Wie vielfältig die Menschen sind und welche Schwierigkeiten uns diese Vielfalt bereitet, war die nachhaltigste Erfahrung, die ich in meiner vierzigjährigen Tätigkeit als Wissenschaftler und klinisch tätiger Entwicklungspädiater gemacht habe. Ich hatte das Privileg, ein großangelegtes Forschungsprojekt, das 1954 am Kinderspital Zürich begonnen wurde, von 1974 bis 2005 fortzuführen. In den Zürcher Longitudinalstudien haben wir mehr als 700 normal entwickelte Kinder von der Geburt bis ins Erwachsenenalter in zwei aufeinanderfolgenden Generationen begleitet und den Entwicklungsverlauf jedes einzelnen Kindes in Bereichen wie Motorik und Sprache dokumentiert. Unsere Motivation, solche äußerst aufwendigen Studien durchzuführen, war die Überzeugung: Nur wenn wir die Vielfalt und die Gesetzmäßigkeiten der normalen Entwicklung ausreichend gut kennen, können wir den individuellen Bedürfnissen und Fähigkeiten der Kinder gerecht werden und sie in ihrer Entwicklung als Eltern, Therapeuten und Lehrkräfte wirksam unterstützen. Und es stellte sich bei der Auswertung der Daten aus den verschiedenen Entwicklungsbereichen tatsächlich heraus, dass es keine Fähigkeit, kein Verhalten und keine körperliche und psychische Eigenschaft gibt, die bei allen Kindern gleich ausgebildet ist. In jedem Alter herrschen große Unterschiede bei Gewicht und Größe, Kinder benötigen unterschiedlich viel Schlaf und nehmen verschieden viel Nahrung zu sich. Manche Kinder machen die ersten Schritte mit zehn, andere erst mit 20 Monaten. Es kommt vor, dass sich Kinder bereits mit drei bis vier Jahren für Buchstaben interessieren, die meisten lernen mit sechs bis acht Jahren lesen, und einigen Menschen bereitet das Lesen selbst im Erwachsenenalter noch Mühe. Die Vielfalt nimmt in jeder Hinsicht während der Kindheit ständig zu, und dies – bis zu einem gewissen Grad – auch noch im Erwachsenenalter. So gibt es Erwachsene, die in ihrem Zahlenverständnis nie über das Niveau der Grundschule hinausgekommen sind, während andere über logisch-mathematische Fähigkeiten verfügen, die sie komplexe Aufgaben im IT-Bereich lösen lassen.

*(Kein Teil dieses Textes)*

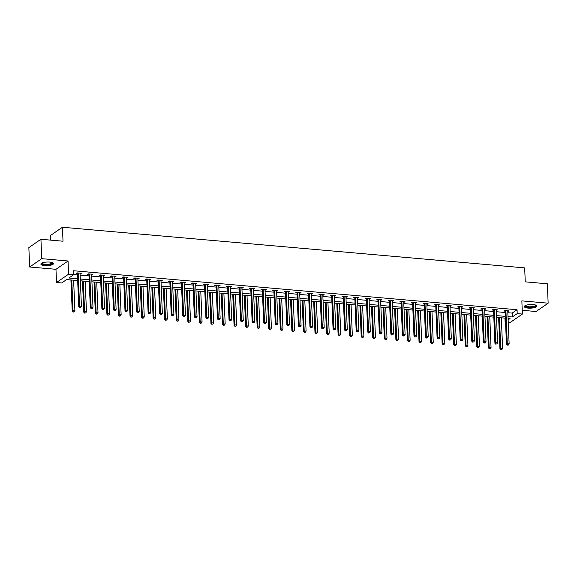 <?xml version="1.0" encoding="UTF-8"?>
<svg xmlns="http://www.w3.org/2000/svg" width="577" height="577" viewBox="0 0 577 577"><rect width="100%" height="100%" fill="white"/><g stroke="black" fill="none" stroke-linecap="round" stroke-linejoin="round"><path stroke-width="0.87" d="M44.645 265.6A6.318 1.81 177.6 0 0 53.51 263.581A6.318 1.81 177.6 0 0 49.737 262.088A6.318 1.81 177.6 0 0 40.873 264.107A6.318 1.81 177.6 0 0 44.645 265.6M528.078 308.096A6.318 1.81 177.6 0 0 536.942 306.077A6.318 1.81 177.6 0 0 533.17 304.584A6.318 1.81 177.6 0 0 524.305 306.603A6.318 1.81 177.6 0 0 528.078 308.096M77.664 280.552L66.607 279.578L61.71 282.954L56.524 282.499L68.605 274.176L73.791 274.63L68.894 278.006L77.592 278.77M55.969 269.308L68.05 260.984L41.746 258.669L40.931 239.275L28.85 247.605L29.665 267L55.969 269.308L56.524 282.499M50.538 240.119L50.343 235.575L62.431 227.251L524.673 267.887L525.258 281.85L547.335 283.79L548.15 303.185L521.846 300.877L522.394 314.061L510.313 322.392L508.229 322.204M522.243 310.296L536.069 311.515L548.15 303.185M505.539 321.966L505.127 321.93L505.524 321.663M504.969 318.115L505.127 321.93M41.746 258.669L29.665 267M507.832 312.727L512.145 313.102L517.05 309.726L73.632 270.75L73.791 274.63M73.791 274.573L77.433 274.89M80.124 275.128L88.988 275.907M91.685 276.145L100.549 276.924M103.247 277.162L112.111 277.941M114.801 278.179L123.666 278.958M126.363 279.189L135.227 279.968M137.925 280.206L146.789 280.985M149.486 281.223L158.35 282.002M161.041 282.24L169.905 283.018M172.602 283.257L181.466 284.035M184.164 284.273L193.028 285.052M195.726 285.29L204.59 286.069M207.28 286.307L216.144 287.086M218.842 287.324L227.706 288.103M230.403 288.334L239.267 289.113M241.958 289.351L250.822 290.13M253.519 290.368L262.384 291.147M265.081 291.385L273.945 292.164M276.643 292.402L285.507 293.181M288.197 293.419L297.061 294.198M299.759 294.436L308.623 295.215M311.32 295.453L320.185 296.232M322.882 296.463L331.746 297.242M334.436 297.48L343.301 298.259M345.998 298.497L354.862 299.275M357.56 299.513L366.424 300.292M369.121 300.53L377.978 301.309M380.676 301.547L389.54 302.326M392.237 302.564L401.102 303.343M403.799 303.581L412.663 304.36M415.353 304.598L424.218 305.377M426.915 305.608L435.779 306.387M438.477 306.625L447.341 307.404M450.038 307.642L458.903 308.421M461.593 308.659L470.457 309.438M473.154 309.676L482.019 310.455M484.716 310.693L493.58 311.472M496.278 311.71L505.142 312.489M507.774 311.385L509.051 310.866L504.601 310.476L503.786 311.039L504.983 311.14M496.22 310.368L497.489 309.849L493.039 309.46L492.224 310.022L493.429 310.123M484.658 309.351L485.928 308.832L481.485 308.443L480.663 309.005L481.867 309.106M473.097 308.342L474.366 307.815L469.923 307.426L469.108 307.988L470.305 308.096M461.542 307.325L462.812 306.798L458.362 306.409L457.547 306.971L458.744 307.079M449.981 306.308L451.25 305.781L446.807 305.392L445.985 305.954L447.189 306.062M438.419 305.291L439.688 304.764L435.246 304.375L434.431 304.937L435.628 305.045M426.857 304.274L428.127 303.754L423.684 303.358L422.869 303.92L424.066 304.029M415.303 303.257L416.572 302.737L412.122 302.341L411.307 302.903L412.505 303.012M403.741 302.24L405.011 301.721L400.568 301.331L399.746 301.894L400.95 301.995M392.18 301.223L393.449 300.704L389.006 300.314L388.191 300.877L389.388 300.978M380.618 300.206L381.895 299.687L377.445 299.297L376.63 299.86L377.827 299.961M369.064 299.196L370.333 298.67L365.883 298.28L365.068 298.843L366.265 298.951M357.502 298.179L358.771 297.653L354.328 297.263L353.506 297.826L354.711 297.934M345.94 297.162L347.21 296.636L342.767 296.246L341.952 296.809L343.149 296.917M334.386 296.145L335.655 295.619L331.205 295.229L330.39 295.792L331.587 295.9M322.824 295.128L324.094 294.609L319.644 294.212L318.829 294.775L320.033 294.883M311.263 294.111L312.532 293.592L308.089 293.203L307.274 293.765L308.471 293.866M299.701 293.094L300.97 292.575L296.528 292.186L295.712 292.748L296.91 292.849M288.147 292.077L289.416 291.558L284.966 291.169L284.151 291.731L285.348 291.832M276.585 291.068L277.854 290.541L273.411 290.152L272.589 290.714L273.794 290.822M265.023 290.051L266.293 289.524L261.85 289.135L261.035 289.697L262.232 289.805M253.462 289.034L254.738 288.507L250.288 288.118L249.473 288.68L250.67 288.788M241.907 288.017L243.177 287.49L238.727 287.101L237.912 287.663L239.109 287.772M230.346 287L231.615 286.48L227.172 286.084L226.35 286.646L227.554 286.755M218.784 285.983L220.053 285.464L215.61 285.067L214.795 285.629L215.993 285.738M207.23 284.966L208.499 284.447L204.049 284.057L203.234 284.62L204.431 284.721M195.668 283.949L196.937 283.43L192.487 283.04L191.672 283.603L192.877 283.704M184.106 282.932L185.376 282.413L180.933 282.023L180.118 282.586L181.315 282.687M172.545 281.922L173.814 281.396L169.371 281.006L168.556 281.569L169.753 281.677M160.99 280.905L162.26 280.379L157.809 279.989L156.994 280.552L158.192 280.66M149.429 279.888L150.698 279.362L146.255 278.972L145.433 279.535L146.637 279.643M137.867 278.871L139.136 278.345L134.693 277.955L133.878 278.518L135.076 278.626M126.305 277.854L127.582 277.335L123.132 276.938L122.317 277.501L123.514 277.609M114.751 276.837L116.02 276.318L111.57 275.929L110.755 276.491L111.952 276.592M103.189 275.82L104.459 275.301L100.016 274.912L99.194 275.474L100.398 275.575M91.628 274.803L92.897 274.284L88.454 273.895L87.639 274.457L88.836 274.558M80.073 273.794L81.343 273.267L76.892 272.878L76.077 273.44L77.275 273.541M68.05 260.984L68.605 274.176M517.05 309.726L517.208 313.607L522.394 314.061M40.931 239.275L63.016 241.215L62.431 227.251M508.135 319.86L510.025 318.554L508.07 318.389M505.373 318.151L496.508 317.372M493.818 317.134L484.954 316.355M482.257 316.117L473.392 315.338M470.695 315.1L461.831 314.321M459.133 314.083L450.276 313.304M447.579 313.066L438.715 312.287M436.017 312.049L427.153 311.27M424.456 311.039L415.591 310.26M412.901 310.022L404.037 309.243M401.34 309.005L392.475 308.226M389.778 307.988L380.914 307.209M378.216 306.971L369.352 306.192M366.662 305.954L357.798 305.175M355.1 304.937L346.236 304.158M343.539 303.92L334.674 303.141M331.977 302.911L323.113 302.124M320.423 301.894L311.558 301.115M308.861 300.877L299.997 300.098M297.299 299.86L288.435 299.081M285.745 298.843L276.881 298.064M274.183 297.826L265.319 297.047M262.622 296.809L253.757 296.03M251.06 295.792L242.196 295.013M239.505 294.775L230.641 293.996M227.944 293.765L219.08 292.986M216.382 292.748L207.518 291.969M204.821 291.731L195.956 290.952M193.266 290.714L184.402 289.935M181.705 289.697L172.84 288.918M170.143 288.68L161.279 287.901M158.588 287.663L149.724 286.884M147.027 286.646L138.163 285.867M135.465 285.629L126.601 284.85M123.904 284.62L115.039 283.841M112.349 283.603L103.485 282.824M100.787 282.586L91.923 281.807M89.226 281.569L80.362 280.79M507.998 316.6L512.311 316.982L517.208 313.607M80.29 279.008L89.154 279.787M91.851 280.025L100.715 280.804M103.406 281.042L112.27 281.821M114.967 282.052L123.831 282.831M126.529 283.069L135.393 283.848M138.083 284.086L146.947 284.865M149.645 285.103L158.509 285.882M161.207 286.12L170.071 286.899M172.768 287.137L181.632 287.916M184.323 288.154L193.187 288.933M195.884 289.171L204.748 289.95M207.446 290.181L216.31 290.967M219.008 291.197L227.872 291.976M230.562 292.214L239.426 292.993M242.124 293.231L250.988 294.01M253.685 294.248L262.549 295.027M265.24 295.265L274.104 296.044M276.801 296.282L285.665 297.061M288.363 297.299L297.227 298.078M299.925 298.316L308.789 299.095M311.479 299.326L320.343 300.105M323.041 300.343L331.905 301.122M334.602 301.36L343.466 302.139M346.164 302.377L355.028 303.156M357.718 303.394L366.583 304.173M369.28 304.411L378.144 305.19M380.842 305.428L389.706 306.207M392.403 306.445L401.26 307.224M403.958 307.454L412.822 308.241M415.519 308.471L424.383 309.25M427.081 309.488L435.945 310.267M438.635 310.505L447.5 311.284M450.197 311.522L459.061 312.301M461.759 312.539L470.623 313.318M473.32 313.556L482.184 314.335M484.875 314.573L493.739 315.352M496.436 315.59L505.301 316.369M512.145 313.102L512.311 316.982M508.207 310.787L508.229 311.429M496.646 309.777L496.674 310.412M485.084 308.76L485.113 309.395M473.522 307.743L473.551 308.378M461.968 306.726L461.989 307.361M450.406 305.709L450.435 306.344M438.845 304.692L438.873 305.327M427.29 303.675L427.312 304.317M415.728 302.658L415.757 303.3M404.167 301.648L404.196 302.283M392.605 300.631L392.634 301.266M381.051 299.614L381.072 300.249M369.489 298.597L369.518 299.232M357.928 297.581L357.956 298.215M346.366 296.564L346.395 297.198M334.811 295.547L334.833 296.181M323.25 294.53L323.279 295.172M311.688 293.513L311.717 294.155M300.134 292.503L300.155 293.138M288.572 291.486L288.601 292.121M277.01 290.469L277.039 291.104M265.449 289.452L265.478 290.087M253.894 288.435L253.916 289.07M242.333 287.418L242.362 288.053M230.771 286.401L230.8 287.043M219.21 285.384L219.238 286.026M207.655 284.367L207.677 285.009M196.093 283.357L196.122 283.992M184.532 282.341L184.561 282.975M172.977 281.324L172.999 281.958M161.416 280.307L161.445 280.941M149.854 279.29L149.883 279.924M138.292 278.273L138.321 278.907M126.738 277.256L126.76 277.898M115.176 276.239L115.205 276.881M103.615 275.229L103.644 275.864M92.053 274.212L92.082 274.847M80.499 273.195L80.52 273.83M505.914 310.989L505.099 311.551L506.469 344.296L507.291 343.733L505.914 310.989A0.808 0.707 55.4 0 0 505.849 310.693L505.798 310.577M507.637 344.959L508.38 345.024L507.637 344.959L507.291 343.733L509.138 343.892L507.767 311.154A0.808 0.707 55.4 0 1 507.81 310.866L507.847 310.758M505.099 311.551A0.808 0.707 55.4 0 0 505.034 311.255L504.716 310.484M506.469 344.296L507.313 345.183M508.38 345.024L509.138 343.892M498.629 317.559L499.942 348.796L500.757 348.234L502.61 348.393L501.326 317.79M499.473 317.631L500.786 349.684L501.853 349.525L501.11 349.46M502.61 348.393L501.853 349.525M500.786 349.684L499.942 348.796M535.91 305.146A5.467 1.565 -2.4 0 1 536.033 305.341A5.467 1.565 -2.4 0 1 531.186 307.252A5.467 1.565 -2.4 0 1 525.164 306.098A5.467 1.565 -2.4 0 1 525.258 305.594M525.524 305.464A5.063 1.45 177.6 0 0 525.517 305.543A5.063 1.45 177.6 0 0 525.546 305.68A5.063 1.45 177.6 0 0 530.883 306.769A5.063 1.45 177.6 0 0 535.644 305.118A5.063 1.45 177.6 0 0 535.629 305.045M524.406 306.257A6.282 1.796 177.6 0 0 530.674 307.512A6.282 1.796 177.6 0 0 536.812 305.738M52.478 262.65A5.467 1.565 -2.4 0 1 50.675 264.288A5.467 1.565 -2.4 0 1 44.963 264.742A5.467 1.565 -2.4 0 1 41.825 263.098M42.092 262.975A5.063 1.45 177.6 0 0 42.085 263.047A5.063 1.45 177.6 0 0 45.107 264.244A5.063 1.45 177.6 0 0 52.211 262.622A5.063 1.45 177.6 0 0 52.197 262.549M40.974 263.761A6.282 1.796 177.6 0 0 44.631 264.966A6.282 1.796 177.6 0 0 53.38 263.242M494.359 309.972L493.537 310.534L494.915 343.279L495.73 342.716L494.359 309.972A0.808 0.707 55.4 0 0 494.287 309.683L494.244 309.56M496.083 343.942L496.826 344.007L496.083 343.942L495.73 342.716L497.583 342.875L496.206 310.137A0.808 0.707 55.4 0 1 496.249 309.849L496.292 309.741M493.537 310.534A0.808 0.707 55.4 0 0 493.472 310.246L493.155 309.467M494.915 343.279L495.751 344.166M496.826 344.007L497.583 342.875M482.798 308.962L481.983 309.524L483.353 342.262L484.168 341.699L482.798 308.962A0.808 0.707 55.4 0 0 482.733 308.666L482.682 308.544M484.521 342.926L485.264 342.99L484.521 342.926L484.168 341.699L486.022 341.858L484.651 309.121A0.808 0.707 55.4 0 1 484.687 308.839L484.73 308.724M481.983 309.524A0.808 0.707 55.4 0 0 481.918 309.229L481.593 308.45M483.353 342.262L484.197 343.149M485.264 342.99L486.022 341.858M487.067 316.542L488.38 347.78L489.195 347.217L491.049 347.376L489.765 316.78M487.911 316.614L489.224 348.667L490.291 348.508L489.548 348.443M491.049 347.376L490.291 348.508M489.224 348.667L488.38 347.78M475.513 315.525L476.818 346.763L477.633 346.2L479.487 346.366L478.203 315.763M476.357 315.597L477.662 347.65L478.73 347.491L477.987 347.426M479.487 346.366L478.73 347.491M477.662 347.65L476.818 346.763M471.236 307.945L470.421 308.507L471.791 341.245L472.606 340.682L471.236 307.945A0.808 0.707 55.4 0 0 471.171 307.649L471.12 307.534M472.96 341.909L473.703 341.973L472.96 341.909L472.606 340.682L474.46 340.848L473.09 308.104A0.808 0.707 55.4 0 1 473.133 307.822L473.169 307.707M470.421 308.507A0.808 0.707 55.4 0 0 470.356 308.212L470.031 307.433M471.791 341.245L472.635 342.132M473.703 341.973L474.46 340.848M459.674 306.928L458.859 307.491L460.23 340.228L461.052 339.665L459.674 306.928A0.808 0.707 55.4 0 0 459.609 306.632L459.566 306.517M461.405 340.892L462.141 340.957L461.405 340.892L461.052 339.665L462.898 339.831L461.528 307.087A0.808 0.707 55.4 0 1 461.571 306.805L461.607 306.697M458.859 307.491A0.808 0.707 55.4 0 0 458.794 307.195L458.477 306.416M460.23 340.228L461.073 341.115M462.141 340.957L462.898 339.831M448.12 305.911L447.298 306.474L448.675 339.211L449.49 338.649L448.12 305.911A0.808 0.707 55.4 0 0 448.055 305.615L448.004 305.5M449.844 339.875L450.587 339.94L449.844 339.875L449.49 338.649L451.344 338.814L449.966 306.07A0.808 0.707 55.4 0 1 450.01 305.788L450.053 305.68M447.298 306.474A0.808 0.707 55.4 0 0 447.233 306.178L446.915 305.399M448.675 339.211L449.519 340.098M450.587 339.94L451.344 338.814M463.951 314.508L465.264 345.746L466.079 345.183L467.933 345.349L466.649 314.746M464.795 314.58L466.101 346.633L467.168 346.474L466.432 346.409M467.933 345.349L467.168 346.474M466.101 346.633L465.264 345.746M452.39 313.491L453.702 344.729L454.517 344.166L456.371 344.332L455.087 313.729M453.233 313.563L454.546 345.616L455.614 345.457L454.871 345.392M456.371 344.332L455.614 345.457M454.546 345.616L453.702 344.729M440.835 312.474L442.141 343.712L442.956 343.149L444.809 343.315L443.525 312.712M441.672 312.546L442.985 344.599L444.052 344.44L443.309 344.375M444.809 343.315L444.052 344.44M442.985 344.599L442.141 343.712M429.274 311.457L430.579 342.695L431.401 342.132L433.248 342.298L431.971 311.695M430.117 311.537L431.423 343.589L432.49 343.423L431.747 343.358M433.248 342.298L432.49 343.423M431.423 343.589L430.579 342.695M417.712 310.44L419.025 341.685L419.84 341.122L421.693 341.281L420.409 310.678M418.556 310.52L419.861 342.572L420.936 342.413L420.193 342.349M421.693 341.281L420.936 342.413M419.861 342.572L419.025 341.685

Wir Menschen haben also alle ganz unterschiedliche Voraussetzungen, um die kleinen und großen Herausforderungen des Lebens zu bewältigen. Beispielsweise Luca, der mit seinen Eltern in meine Sprechstunde kam. Er fühlte sich als Versager, weil er im Alter von neun Jahren immer noch nicht lesen konnte. Er spürte schmerzlich, dass er die Erwartungen der Eltern und der Lehrerin nicht zu erfüllen vermochte. Luca war in seinem Wohlbefinden erheblich beeinträchtigt und reagierte darauf mit Unkonzentriertheit und motorischer Unruhe. Ich habe im Laufe meiner Tätigkeit Tausende von Kindern wie Luca erlebt, die uns zugewiesen wurden, weil sie von der »Norm« abwichen. Sie litten an unterschiedlichsten Entwicklungs- und Verhaltensauffälligkeiten wie nächtlichem Erwachen, motorischer Ungeschicklichkeit oder sozialem Rückzug. Der oftmals unausgesprochene Auftrag der Eltern und Lehrer an uns bestand darin, die Kinder durch Förderung in die »Norm« zu bringen, was – wie uns die langjährige Erfahrung gelehrt hat – nicht gelingen kann. Wir sahen das eigentliche Problem der Kinder darin, dass sie, weil sie den Normvorstellungen nicht entsprachen, nicht »sie selbst« sein durften. So versuchten wir, den Kindern zu helfen, indem wir ihre individuellen Bedürfnisse und Fähigkeiten erfassten und dann gemeinsam mit den Eltern und anderen Bezugspersonen überlegten, wie das jeweilige Kind mit seinen Stärken und Schwächen am besten unterstützt werden konnte. Das war häufig nicht leicht, schließlich hatten die Erwachsenen ihre bestimmten Erwartungen an das Kind, ihre eigenen Vorstellungen von seinen Fähigkeiten und vor allem von den Leistungen, die es erbringen sollte. Wenn es uns jedoch gelang, die Erwachsenen auf die individuellen Bedürfnisse und Fähigkeiten des Kindes einzustellen, verbesserten sich sein körperlicher und psychischer Zustand und seine Lernbereitschaft wuchs.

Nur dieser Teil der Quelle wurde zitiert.